Si la expectativa de vida de uno se alarga, a pesar de la amenaza de pestes y acabóses planetarios, qué bueno sería de viejo ser como Clint Eastwood, que acaba de cumplir 90 y más que decrépito parece cincelado en bronce. 

Más allá de sus posturas políticas, Clint es lo que todo el mundo quisiera ser: coherente, recto, talentoso, respetado. Sus filmografías no tienen grietas. Y su cine, como la narrativa de Hemingway, se hizo con el tiempo tan sutil que da la impresión que sus historias se mostraran solas. 

Borges decía que el mejor escritor es aquel que no se nota –es decir, que no enrostra al lector su talento-. Lo mismo podemos decir para el cine. Las películas de Clint tienen una claridad que más que filmarlas con guiones y actores, parece como si abriera ventanas y dejara que la vida corriera delante de cámara. Mi favorita, sin dudas, es “Gran Torino”, la historia de un renegado de la guerra, que guarda un corazón de oro. Sentida. Real. Y el propio Clint canta al final: un groso multitalento.

Lo queremos a Clint.
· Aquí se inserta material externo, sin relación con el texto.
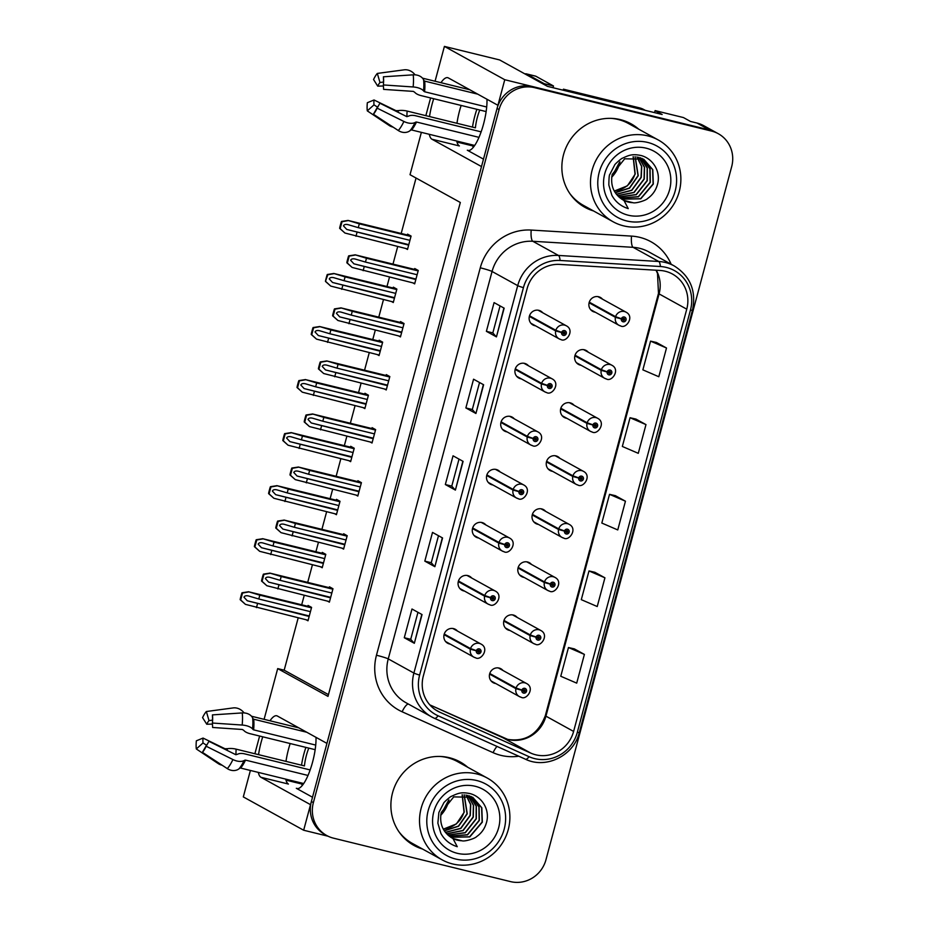 <?xml version="1.0" encoding="UTF-8"?>
<svg xmlns="http://www.w3.org/2000/svg" width="928" height="928" viewBox="0 0 928 928"><rect width="100%" height="100%" fill="white"/><g stroke="black" fill="none" stroke-linecap="round" stroke-linejoin="round"><path stroke-width="1.39" d="M316.007 737.342A31.807 8.897 103.8 0 1 312.574 762.097A31.807 8.897 103.8 0 1 296.948 788.545A31.807 8.897 103.8 0 1 296.322 788.301L312.504 797.233M483.488 159.14L467.294 150.208A31.807 8.897 -76.2 0 0 467.932 150.452A31.807 8.897 -76.2 0 0 483.558 124.004A31.807 8.897 -76.2 0 0 486.98 99.25M500.099 471.911A7.946 7.61 118.9 0 0 487.072 474.382A7.946 7.61 118.9 0 0 492.884 484.961M485.878 524.958A7.946 7.61 118.9 0 0 472.862 527.429A7.946 7.61 118.9 0 0 478.674 538.008M514.309 418.864A7.946 7.61 118.9 0 0 501.294 421.335A7.946 7.61 118.9 0 0 507.106 431.914M528.519 365.818A7.946 7.61 118.9 0 0 515.504 368.288A7.946 7.61 118.9 0 0 521.316 378.868M542.741 312.771A7.946 7.61 118.9 0 0 529.714 315.242A7.946 7.61 118.9 0 0 535.526 325.821M471.668 578.005A7.946 7.61 118.9 0 0 458.652 580.476A7.946 7.61 118.9 0 0 464.464 591.055M517.198 617.445A7.946 7.61 118.9 0 0 504.182 619.916A7.946 7.61 118.9 0 0 509.994 630.495M531.408 564.398A7.946 7.61 118.9 0 0 518.392 566.869A7.946 7.61 118.9 0 0 524.204 577.448M545.629 511.351A7.946 7.61 118.9 0 0 532.602 513.822A7.946 7.61 118.9 0 0 538.414 524.401M559.839 458.304A7.946 7.61 118.9 0 0 546.824 460.775A7.946 7.61 118.9 0 0 552.636 471.354M574.049 405.258A7.946 7.61 118.9 0 0 561.034 407.728A7.946 7.61 118.9 0 0 566.846 418.308M588.271 352.211A7.946 7.61 118.9 0 0 575.244 354.682A7.946 7.61 118.9 0 0 581.056 365.261M602.481 299.164A7.946 7.61 118.9 0 0 589.466 301.635A7.946 7.61 118.9 0 0 595.277 312.214M457.458 631.052A7.946 7.61 118.9 0 0 444.431 633.522A7.946 7.61 118.9 0 0 450.242 644.102M502.988 670.492A7.946 7.61 118.9 0 0 489.961 672.962A7.946 7.61 118.9 0 0 495.772 683.542M654.565 112.624L655.11 110.606L683.46 117.566L690.502 121.452L696.986 123.041A29.812 28.548 118.9 0 1 703.702 125.663L716.277 132.611A29.812 28.548 118.9 0 0 709.56 129.99L504.762 79.727L497.918 105.293L448.375 77.94A31.807 8.897 -76.2 0 0 447.737 77.685A31.807 8.897 -76.2 0 0 440.974 82.696M433.712 98.716A31.807 8.897 -76.2 0 0 429.525 116.568M429.281 134.305A31.807 8.897 -76.2 0 0 431.949 139.223L481.493 166.576L326.934 743.386L277.391 716.033A31.807 8.897 -76.2 0 0 276.764 715.778A31.807 8.897 -76.2 0 0 270.002 720.778M461.146 105.444A31.807 8.897 -76.2 0 0 456.959 123.296M456.715 141.033A31.807 8.897 -76.2 0 0 459.383 145.951L431.949 139.223M655.11 110.606L662.151 114.492L547.416 86.339L499.635 59.949L444.408 46.4L504.762 79.727M250.398 770.46L243.31 796.908L303.665 830.235L328.083 836.221M258.309 772.398A31.807 8.897 -76.2 0 0 260.977 777.304L310.52 804.669L303.665 830.235M262.74 736.809A31.807 8.897 -76.2 0 0 258.552 754.661M264.097 719.339L277.692 668.601L327.99 696.371L460.323 202.478L410.025 174.708L421.37 132.368M425.848 115.664L430.592 97.95M435.07 81.246L444.408 46.4M254.875 753.756L259.62 736.043M285.986 780.135L301.681 783.986M298.201 617.839L284.177 670.19L277.692 668.601M416.046 178.037L401.198 233.473M397.706 246.523L392.985 264.109M389.493 277.147L386.976 286.52M383.484 299.57L378.775 317.156M375.283 330.194L372.766 339.567M369.274 352.605L364.553 370.202M361.062 383.241L358.556 392.614M355.064 405.652L350.343 423.249M346.852 436.288L344.334 445.66M340.843 458.699L336.133 476.296M332.642 489.334L330.124 498.707M326.633 511.746L321.912 529.343M318.42 542.381L315.914 551.754M312.423 564.792L307.702 582.39M304.21 595.428L301.693 604.801M456.959 142.042L472.654 145.893M284.177 670.19L328.454 694.631M405.698 248.484L407.496 249.47L411.081 236.06L407.566 234.123L407.334 234.981M391.488 301.53L393.275 302.516L396.871 289.107L393.344 287.17L393.112 288.028M363.057 407.624L364.855 408.61L368.439 395.2L364.924 393.263L364.692 394.122M348.847 460.671L350.633 461.657L354.229 448.247L350.703 446.31L350.471 447.168M334.637 513.718L336.423 514.704L340.019 501.294L336.493 499.357L336.261 500.215M320.415 566.764L322.213 567.75L325.798 554.341L322.283 552.404L322.051 553.262M377.278 354.577L379.065 355.563L382.661 342.154L379.134 340.216L378.902 341.075M306.205 619.811L307.992 620.797L311.588 607.388L308.061 605.45L307.841 606.309M412.879 282.889L414.665 283.875L418.261 270.477L414.735 268.528L414.514 269.398M398.669 335.936L400.455 336.922L404.051 323.524L400.525 321.575L400.293 322.445M370.237 442.03L372.024 443.016L375.62 429.618L372.093 427.669L371.873 428.539M356.027 495.076L357.814 496.062L361.41 482.664L357.883 480.716L357.651 481.586M341.806 548.123L343.604 549.109L347.188 535.711L343.673 533.762L343.441 534.632M384.447 388.983L386.245 389.969L389.83 376.571L386.315 374.622L386.083 375.492M327.596 601.17L329.382 602.156L332.978 588.758L329.463 586.809L329.231 587.668M260.977 777.304L288.411 784.044A31.807 8.897 103.8 0 1 285.743 779.126M285.986 761.389A31.807 8.897 103.8 0 1 290.174 743.537M638.719 129.178A47.711 45.669 118.9 0 0 631.075 123.818A47.711 45.669 118.9 0 0 620.333 119.619A47.711 45.669 118.9 0 0 565.442 148.956A47.711 45.669 118.9 0 0 584.953 207.35A47.711 45.669 118.9 0 0 593.56 210.958M583.956 206.782A47.711 45.669 118.9 0 0 591.542 209.844M467.735 767.259A47.711 45.669 118.9 0 0 460.102 761.911A47.711 45.669 118.9 0 0 449.361 757.712A47.711 45.669 118.9 0 0 394.47 787.048A47.711 45.669 118.9 0 0 413.981 845.443A47.711 45.669 118.9 0 0 422.576 849.05M412.983 844.874A47.711 45.669 118.9 0 0 420.57 847.937M665.306 271.254A31.807 30.45 -61.1 0 1 672.475 274.05A31.807 30.45 -61.1 0 1 686.755 309.175L573.608 731.438A31.807 30.45 -61.1 0 1 530.712 753.072L439.744 712.182A31.807 30.45 -61.1 0 1 437.61 711.115A31.807 30.45 -61.1 0 1 423.33 675.99L527.139 288.573A31.807 30.45 -61.1 0 1 559.723 264.41L660.028 270.454A31.807 30.45 -61.1 0 1 665.306 271.254M666.339 267.426A35.786 34.255 118.9 0 0 660.4 266.522L560.094 260.478A35.786 34.255 118.9 0 0 523.427 287.657L419.618 675.085A35.786 34.255 118.9 0 0 438.097 715.79L529.064 756.691A35.786 34.255 118.9 0 0 577.309 732.343L690.455 310.08A35.786 34.255 118.9 0 0 666.339 267.426M718.295 133.713L716.277 132.611A29.812 28.548 118.9 0 0 709.56 129.99L532.568 86.548A29.812 28.548 118.9 0 0 497.072 108.448L311.367 801.502A29.812 28.548 118.9 0 0 324.754 834.434L326.76 835.536A29.812 28.548 118.9 0 0 333.477 838.158L510.481 881.6A29.812 28.548 118.9 0 0 545.977 859.699L731.682 166.646A29.812 28.548 118.9 0 0 718.295 133.713A29.812 28.548 118.9 0 0 711.579 131.092L534.574 87.661A29.812 28.548 118.9 0 0 499.078 109.562L313.374 802.616A29.812 28.548 118.9 0 0 326.76 835.536M584.396 654.414L568.47 647.535L560.767 676.257L576.706 683.136L584.396 654.414L574.328 648.881M604.928 577.808L588.99 570.94L581.299 599.662L597.226 606.529L604.928 577.808L594.86 572.286M666.501 348L650.563 341.133L642.872 369.854L658.81 376.733L666.501 348L656.432 342.478M645.981 424.606L630.042 417.728L622.34 446.461L638.278 453.328L645.981 424.606L635.912 419.085M625.449 501.201L609.522 494.334L601.82 523.056L617.758 529.934L625.449 501.201L615.38 495.68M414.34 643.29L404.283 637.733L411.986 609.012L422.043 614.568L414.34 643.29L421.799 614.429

Queremos su estoicidad. Como los grandes artistas que aún siguen en pie: Bob Dylan, Neil Young. Gente que hizo de su obra, banderas. Y de su vida, manifiestos vivos.  

El mundo necesita más viejitos como Clint. Tal vez así los nuevos jóvenes aprendan que el valor de la experiencia, por fuera parecerán canas y grietas en la piel. Pero por dentro, es un divino tesoro.